Oktay ağabeyle beraber Çaykur Rizespor’a geldik.Hedefler vardı, bu hedefler altında bizi buluşturdular. Hatta ben yönetime söyledim ya ben geleyim ya Oktay ağabey gelsin dedim. İkimiz de teknik adamız nasıl olacak dedim. Sen Rize’nin evladısın, sen buranın geleceğisin denilerek bize söz verildi. Ligin başında, ilk on haftada çok iyi bir hava yakaladık. Zaten bize takımı şampiyon yapın diye bir kadro kurulsun denmedi. Savaşan, mücadele eden, ilk altıya oynayacak bir takım kurmamız istendi. Biz de bu düşünceyle ikinci ligden tanıdığımız oyuncuları takıma kattık. Sonradan hedef biraz değişti. Stadın açılış maçında Fenerbahçe’yle oynanan maçtan sonra takıma bakış açısı da değişti. Bu maçta ortaya konan güzel futbol ve başbakanımızın takımı beğenmesi ile ekibe bir iki futbolcu daha takviye yapıldı. Onuncu haftaya kadar liderdik. O haftadan sonra bazı şeyler tersine döndü. Bunu yöneticilerimize bildirmemize rağmen gerekli önlemler alınmadı.

“Bize hiç güvenilmedi ve tek yetkili olarak bana hiç şans verilmedi. Tek kişi olarak, tek yetkili olarak böyle bir şans verilmesini isterdim.”

Sonrasında neler yaşandı?

Daha sonra da görevimizden ayrıldık.

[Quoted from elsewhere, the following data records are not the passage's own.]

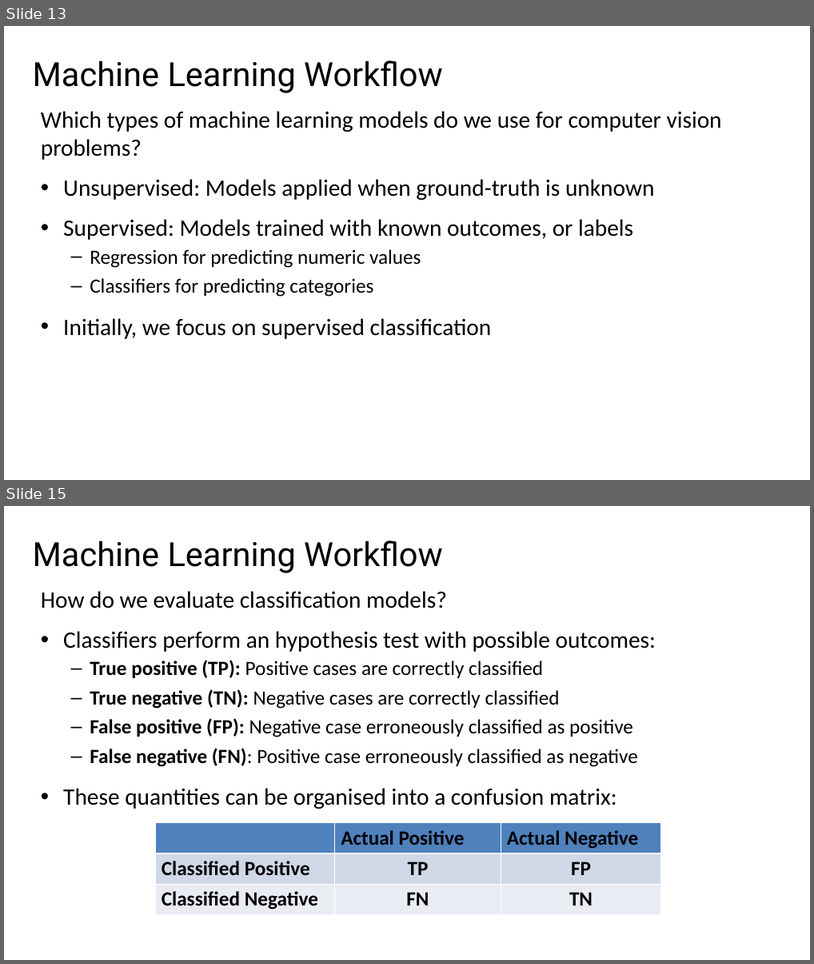
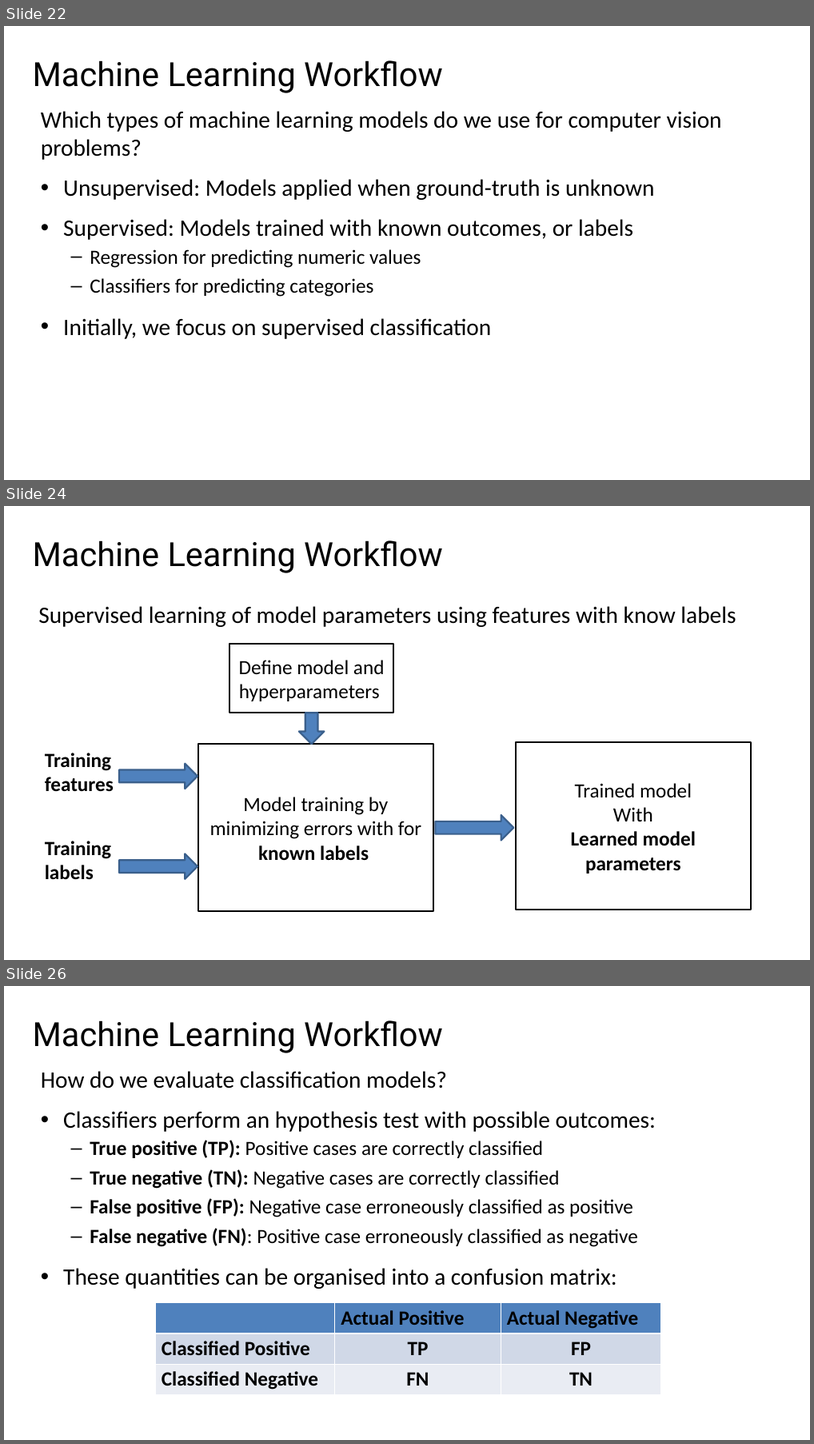
Before and after one commit to StephenElston/CSCI-E25, a slide deck: Slides/4_MachineLearningForCV.pptx. Shown one above the other, each under a label of ours: slides 13 and 15 before the commit, slides 22, 24 and 26 after it; the slides between them are not shown. The pictures are 814x964 and 814x1444 pixels, drawn with LibreOffice and Linux fonts; fonts in the diff are those of the drawing. Boxes give left, top, right and bottom in pixels: in the first picture for what was removed or moved away, otherwise in the second. Text is boxed around its words. In the diff, an @@ line names an element or a change of style, - is before the commit and + after.

```diff
--- a/Slides/4_MachineLearningForCV.pptx
+++ b/Slides/4_MachineLearningForCV.pptx
@@ slide 24 added at box(4, 506, 810, 960), background #FFFFFF @@
@@ title added at box(33, 540, 443, 573), 39.6 pt, text #000000 @@
+Machine Learning Workflow
@@ text added at box(38, 606, 736, 627), 28 pt, text #000000 @@
+Supervised learning of model parameters using features with know labels
@@ rectangle added at box(230, 644, 394, 713), outline #000000 2 pt, 24 pt, text #000000 @@
+Define model and hyperparameters
@@ right arrow added at box(299, 713, 325, 744), fill #4F81BD, outline #3A5F8C 2 pt @@
@@ rectangle added at box(198, 744, 434, 911), outline #000000 2 pt, 24 pt, text #000000 @@
+Model training by minimizing errors with for known labels
@@ rectangle added at box(516, 743, 752, 909), outline #000000 2 pt, 24 pt, text #000000, bold @@
+Trained model
+With
+Learned model parameters
@@ text added at box(45, 752, 114, 792), 24 pt, text #000000, bold @@
+Training features
@@ right arrow added at box(119, 763, 198, 788), fill #4F81BD, outline #3A5F8C 2 pt @@
@@ right arrow added at box(436, 815, 514, 840), fill #4F81BD, outline #3A5F8C 2 pt @@
@@ text added at box(45, 840, 111, 880), 24 pt, text #000000, bold @@
+Training labels
@@ right arrow added at box(119, 853, 198, 879), fill #4F81BD, outline #3A5F8C 2 pt @@
@@ what was slide 13 is now slide 22 @@
@@ what was slide 15 is now slide 26 @@
```
Also in this commit, not shown: 3 slides changed, 10 other slides added.

Hataları tabi ki sadece yönetime bağlamıyorum. Bizim de muhakkak hatalarımız var.  Ama gelen adamlar bu işi benden daha iyi bilen insanlar mı? Ben bunu kimseyi kötülemek için söylemiyorum. On yıllık teknik direktörlük geçmişim var. İki takımı şampiyon yaptım. Fenerbahçe’de, Galatasaray’da ve Trabzonspor’da önemli isimlerle çalıştım. Bize hiç güvenilmedi ve tek yetkili olarak bana hiç şans verilmedi. Tek kişi olarak, tek yetkili olarak böyle bir şans verilmesini isterdim. Biz üç maç kaybettik arkamızda kimse durmadı. Bizden sonra gelen hocalar 17 maçta 11 maç kaybettiler. Keşke Çaykur Rizespor’dan bu şekilde ayrılmasaydık.

Çaykur Rizespor’u genel olarak şu an ki durumunu nasıl değerlendiriyorsunuz?

Rizespor’da sezon başında iyi bir kadro kuruldu. Fakat devre arasında doğru yerler doğru tespitler yapılmıyor. Eğer yapılsa çok rahat şampiyon olabilecek güçte. Devre arasında yapılan transferlerin çoğundan yararlanamıyor. Bu yıl Çaykur Rizespor’u daha çok televizyondan izleme şansım oldu. Bunun yanında İstanbul’a yakın yerlerdeki maçlarını çıplak gözle izleyebildim. Bu takımın eksikleri iyi bir defans ve iyi bir orta sahadır. En büyük eksiklerden biri de sağ bek ve sol bek. Bir takım kendi sahasında kanatlarını kullanamıyorsa kazanması çok güçtür. Yoksa gelen rakibi açmak çok zordur. Giresun maçında şansız bir beraberlik aldık. İnşallah son maçlarımızı kazanarak mutlu sona ulaşırız.